Senior editor Bruce Sanderson is in Burgundy for a week of tasting more than 300 reds and whites from 2014, some bottled, some in tank ready for bottling, and some from barrel. The vintage presented challenges, but should deliver instant gratification.
Maison Alex Gambal now consists of 30 acres of vineyards, with the latest purchases and lease agreements made in 2015. The lineup in 2014 consists of 26 wines, ranging from Bourgogne to grand cru in both red and white.
Part of the range is in bottle. Others were racked two weeks ago and a few of the reds are still in barrel awaiting the racking and blending in tank to prepare for bottling. Of the whites, only the Bâtard-Montrachet remains in barrel. All of the 2014s listed below are potentially outstanding.
Despite all the problems with the growing season in 2014, the end of August and early September experienced excellent weather. “It was the most beautiful harvest in the 18 harvests we have done,” recalls Gambal. “There was no rain in seven days of picking. We finished at 3:00 p.m. on Sept. 18 and at 8:00 p.m. it started raining.”
Gambal's Chorey-les-Beaune shows fine precision, with intense black cherry flavor, good density and length. The Savigny-lès-Beaune Grands Picotins delivers typical notes of strawberry, spice, earth and a touch of mineral, vibrant, and tense. In 2014, there was less than 50 percent of the average production of the Grands Picotins due to hail.
Still in barrel and vinified with one-third whole clusters, the Beaune Grèves is spicy and aromatic, offering sappy, red berry and mineral flavors, fine intensity and a long finish.
The Volnay and Chambolle-Musigny were racked two weeks ago. The former reveals pretty strawberry and cherry jam elements, very elegant yet long and persistent. The latter starts out reduced, but with air turns pure, sporting violet, black currant and licorice flavors aligned with a chalky, firm profile.
Today, the Chambolle-Musigny Les Charmes seems reticent, chunky even, displaying ripe cherry, plum, oak spice and licorice flavors, but it's long and should be fine after racking and some oxygenation. The Charmes-Chambertin, on the other hand, is packed with sweet fruit, spicy cherry and sandalwood notes, all very expressive, open, opulent and long.

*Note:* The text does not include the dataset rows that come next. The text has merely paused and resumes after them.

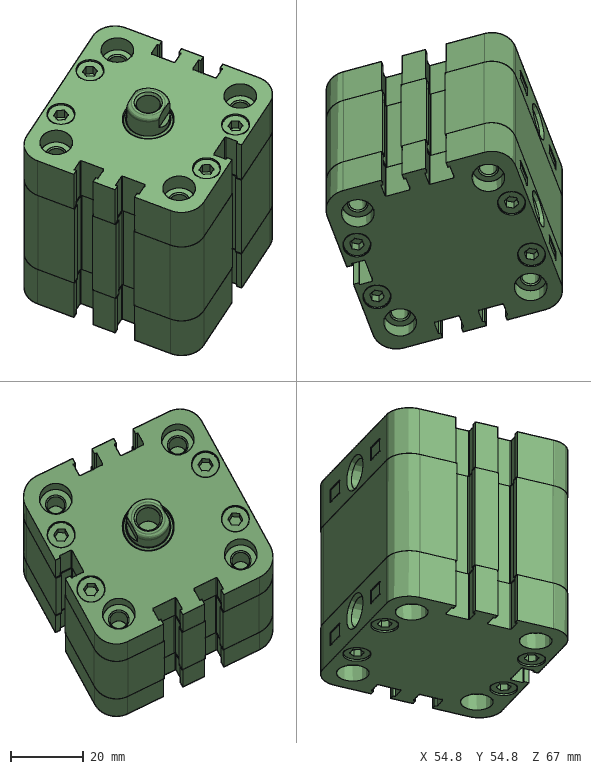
import cadquery as cq
import math

WIDTH = 54.8
HEIGHT = 60.0
CAP_HEIGHT = 14.5
BARREL_HEIGHT = HEIGHT - 2 * CAP_HEIGHT
CAP_CORNER_RADIUS = 6.85
BARREL_CORNER_RADIUS = 7.0

SLOT_OFFSET = 6.4
SLOT_DEPTH = 5.45
BARREL_NECK_WIDTH = 5.5
BARREL_CHANNEL_WIDTH = 6.8
BARREL_LIP = 1.85
SLOT_FLOOR_CHAMFER = 0.25
CAP_SLOT_CLEARANCE = 0.25

MOUNT_OFFSET = 19.0
MOUNT_BORE_DIAMETER = 9.0
MOUNT_BORE_DEPTH = 5.0
MOUNT_THREAD_DIAMETER = 4.92
MOUNT_CHAMFER_DIAMETER = 5.7
MOUNT_THREAD_DEPTH = 13.0

SCREW_X = 22.5
SCREW_Y = 9.0
SCREW_HEAD_DIAMETER = 7.5
SCREW_BORE_DIAMETER = 7.7
SCREW_BORE_DEPTH = 1.0
SCREW_HEAD_DROP = 0.5
HEX_ACROSS_FLATS = 3.5
HEX_DEPTH = 3.0

PORT_DIAMETER = 8.57
PORT_CHAMFER_DIAMETER = 10.4
PORT_CHAMFER_DEPTH = 1.0
PORT_DROP = 8.0
CYLINDER_DIAMETER = 40.0

LABEL_OFFSET = 13.0
LABEL_DROP = 7.25
LABEL_WIDTH = 6.0
LABEL_HEIGHT = 4.0
LABEL_DEPTH = 0.3

ROD_DIAMETER = 12.0
ROD_PROTRUSION = 7.0
ROD_TOP_FILLET = 1.3
ROD_FLAT_WIDTH = 10.0
ROD_FLAT_HEIGHT = 4.5
ROD_THREAD_DIAMETER = 6.65
ROD_THREAD_CHAMFER_DIAMETER = 7.8
ROD_THREAD_CHAMFER_DEPTH = 0.8
ROD_THREAD_DEPTH = 12.0

WIPER_MOUTH_DIAMETER = 14.4
WIPER_GROOVE_OUTER_DIAMETER = 14.0
WIPER_GROOVE_INNER_DIAMETER = 13.7
WIPER_LIP_DIAMETER = 12.54
WIPER_GROOVE_DEPTH = 0.6


def slot_cutter(height, clearance):
    """T-shaped slot opening on the -Y face, centred on X = 0, with bevelled floor corners."""
    neck = BARREL_NECK_WIDTH + 2 * clearance
    channel = BARREL_CHANNEL_WIDTH + 2 * clearance
    lip = BARREL_LIP - clearance
    face = -WIDTH / 2
    channel_depth = SLOT_DEPTH - lip
    neck_box = cq.Workplane("XY").box(neck, SLOT_DEPTH, height, centered=(True, False, False))
    channel_box = cq.Workplane("XY").box(channel, channel_depth, height, centered=(True, False, False))
    channel_box = channel_box.faces(">Y").edges("|Z").chamfer(SLOT_FLOOR_CHAMFER)
    return neck_box.union(channel_box.translate((0, lip, 0))).translate((0, face, 0))


def slotted_block(height, corner_radius, clearance):
    """Rounded square block with two slots on +Y and -Y and one on +X."""
    block = cq.Workplane("XY").rect(WIDTH, WIDTH).extrude(height).edges("|Z").fillet(corner_radius)
    slot = slot_cutter(height, clearance)
    for x in (-SLOT_OFFSET, SLOT_OFFSET):
        lower = slot.translate((x, 0, 0))
        block = block.cut(lower).cut(lower.mirror("XZ"))
    return block.cut(slot.rotate((0, 0, 0), (0, 0, 1), 90))


def revolve_profile(points):
    """Solid of revolution about Z from (radius, z) points."""
    return cq.Workplane("XZ").polyline(points).close().revolve(360, (0, 0, 0), (0, 1, 0))


def mount_cutter():
    """Counterbore and chamfered thread hole going down from the cap face."""
    bore = MOUNT_BORE_DIAMETER / 2
    thread = MOUNT_THREAD_DIAMETER / 2
    chamfer = MOUNT_CHAMFER_DIAMETER / 2
    chamfer_end = MOUNT_BORE_DEPTH + chamfer - thread
    profile = [
        (0, 0),
        (bore, 0),
        (bore, -MOUNT_BORE_DEPTH),
        (chamfer, -MOUNT_BORE_DEPTH),
        (thread, -chamfer_end),
        (thread, -MOUNT_THREAD_DEPTH),
        (0, -MOUNT_THREAD_DEPTH),
    ]
    return revolve_profile(profile).translate((0, 0, CAP_HEIGHT))


def screw_cutter():
    """Recess over a screw head, the thin gap around it and its hex socket."""
    recess = cq.Workplane("XY").circle(SCREW_BORE_DIAMETER / 2).extrude(-SCREW_BORE_DEPTH)
    head = (
        cq.Workplane("XY")
        .workplane(offset=-SCREW_BORE_DEPTH)
        .circle(SCREW_HEAD_DIAMETER / 2)
        .extrude(SCREW_BORE_DEPTH - SCREW_HEAD_DROP)
    )
    across_corners = HEX_ACROSS_FLATS / math.cos(math.pi / 6)
    socket = (
        cq.Workplane("XY")
        .polygon(6, across_corners)
        .extrude(-SCREW_HEAD_DROP - HEX_DEPTH)
        .rotate((0, 0, 0), (0, 0, 1), 30)
    )
    return recess.cut(head).union(socket).translate((0, 0, CAP_HEIGHT))


def port_cutter():
    """Chamfered port from the -X face to the cylinder wall."""
    bore = PORT_DIAMETER / 2
    mouth = PORT_CHAMFER_DIAMETER / 2
    port_length = (WIDTH - CYLINDER_DIAMETER) / 2 + bore
    profile = [(0, 0), (mouth, 0), (bore, -PORT_CHAMFER_DEPTH), (bore, -port_length), (0, -port_length)]
    port = revolve_profile(profile).rotate((0, 0, 0), (0, 1, 0), -90)
    port = port.translate((-WIDTH / 2, 0, CAP_HEIGHT - PORT_DROP))
    return port.cut(cq.Workplane("XY").circle(CYLINDER_DIAMETER / 2).extrude(CAP_HEIGHT))


def make_cap():
    """End cap with its outer face up, standing on Z = 0."""
    cap = slotted_block(CAP_HEIGHT, CAP_CORNER_RADIUS, CAP_SLOT_CLEARANCE)
    for side_x in (-1, 1):
        for side_y in (-1, 1):
            cap = cap.cut(mount_cutter().translate((side_x * MOUNT_OFFSET, side_y * MOUNT_OFFSET, 0)))
            cap = cap.cut(screw_cutter().translate((side_x * SCREW_X, side_y * SCREW_Y, 0)))
    cap = cap.cut(port_cutter())
    for y in (-LABEL_OFFSET, LABEL_OFFSET):
        label = cq.Workplane("XY").box(2 * LABEL_DEPTH, LABEL_WIDTH, LABEL_HEIGHT)
        cap = cap.cut(label.translate((-WIDTH / 2, y, CAP_HEIGHT - LABEL_DROP)))
    return cap


def make_lower_cap():
    """The end cap turned over about the X axis, outer face at Z = 0."""
    return make_cap().rotate((0, 0, 0), (1, 0, 0), 180).translate((0, 0, CAP_HEIGHT))


def wiper_cutter():
    """Annular groove around the rod lip, with a small bevel from the lip to the rod."""
    rod = ROD_DIAMETER / 2
    lip = WIPER_LIP_DIAMETER / 2
    groove_floor = -WIPER_GROOVE_DEPTH
    groove = revolve_profile([
        (WIPER_MOUTH_DIAMETER / 2, 0),
        (WIPER_GROOVE_OUTER_DIAMETER / 2, groove_floor),
        (WIPER_GROOVE_INNER_DIAMETER / 2, groove_floor),
        (lip, 0),
    ])
    bevel = revolve_profile([(0, 0), (lip, 0), (rod, rod - lip), (0, rod - lip)])
    return groove.union(bevel).translate((0, 0, CAP_HEIGHT))


def make_upper_cap():
    """The end cap on top of the barrel, opened for the rod and its wiper lip."""
    rod_hole = cq.Workplane("XY").circle(ROD_DIAMETER / 2).extrude(CAP_HEIGHT)
    cap = make_cap().cut(rod_hole).cut(wiper_cutter())
    return cap.translate((0, 0, HEIGHT - CAP_HEIGHT))


def make_barrel():
    """Slotted profile between the two caps."""
    barrel = slotted_block(BARREL_HEIGHT, BARREL_CORNER_RADIUS, 0)
    return barrel.translate((0, 0, CAP_HEIGHT))


def make_rod():
    """Rod through the upper cap with two wrench flats and a threaded end."""
    top = HEIGHT + ROD_PROTRUSION
    radius = ROD_DIAMETER / 2
    rod = cq.Workplane("XY").circle(radius).extrude(CAP_HEIGHT + ROD_PROTRUSION)
    rod = rod.translate((0, 0, HEIGHT - CAP_HEIGHT)).faces(">Z").edges().fillet(ROD_TOP_FILLET)

    flat = ROD_FLAT_WIDTH / 2
    flat_end = top - ROD_FLAT_HEIGHT
    profile = [(flat, top), (flat, flat_end), (radius, flat_end - (radius - flat)), (radius, top)]
    flat_cut = cq.Workplane("XZ").polyline(profile).close().extrude(radius, both=True)
    rod = rod.cut(flat_cut).cut(flat_cut.mirror("YZ"))

    thread = ROD_THREAD_DIAMETER / 2
    mouth = ROD_THREAD_CHAMFER_DIAMETER / 2
    hole = [
        (0, 0),
        (mouth, 0),
        (thread, -ROD_THREAD_CHAMFER_DEPTH),
        (thread, -ROD_THREAD_DEPTH),
        (0, -ROD_THREAD_DEPTH),
    ]
    return rod.cut(revolve_profile(hole).translate((0, 0, top)))


lower_cap = make_lower_cap()
barrel = make_barrel()
upper_cap = make_upper_cap()
piston_rod = make_rod()

result = cq.Compound.makeCompound([lower_cap.val(), barrel.val(), upper_cap.val(), piston_rod.val()])

The following wines were bottled last December. Gambal's Bourgogne Blanc is rich, round and fruity, offering apple, pear, vanilla and toast notes. The fruit comes from Volnay, Puligny-Montrachet and a tiny bit from the Côte Chalonnaise, fermented and matured in 500- and 600-liter barrels.
The St.-Romain displays apple, pear and spice flavors underlined by fine cut and definition, with a saline finish. Showing classic tension and precision, the Puligny-Montrachet is all hazelnut, lemon and spice notes that linger.
This next group of whites was racked last week. The two Chassagne-Montrachet premiers crus are a study in contrasts: the Morgeot is rich and open, with apple pie and toasted brioche aromas and flavors and acidity buried in its flesh; the La Maltroie is toasty yet structured, balanced and complex, boasting citrus, apple and mineral elements.
One of my favorites of the Gambal lineup is the St.-Aubin Murgers Dents de Chien. Its ripe, broad attack introduces baked apple and pastry notes, yet there is a stony undertow and tension on the finish. Lemon cake, floral and mineral flavors are the hallmarks of the racy Puligny Les Enseignères and the Corton-Charlemagne borders on crisp, with candied apple, pear and lemon notes and a fine structure.
Still in barrel, the Batard-Montrachet exhibits rich, almond, pastry, apple pie flavors. It's fleshy, yet reined in by good underlying acidity with fine length.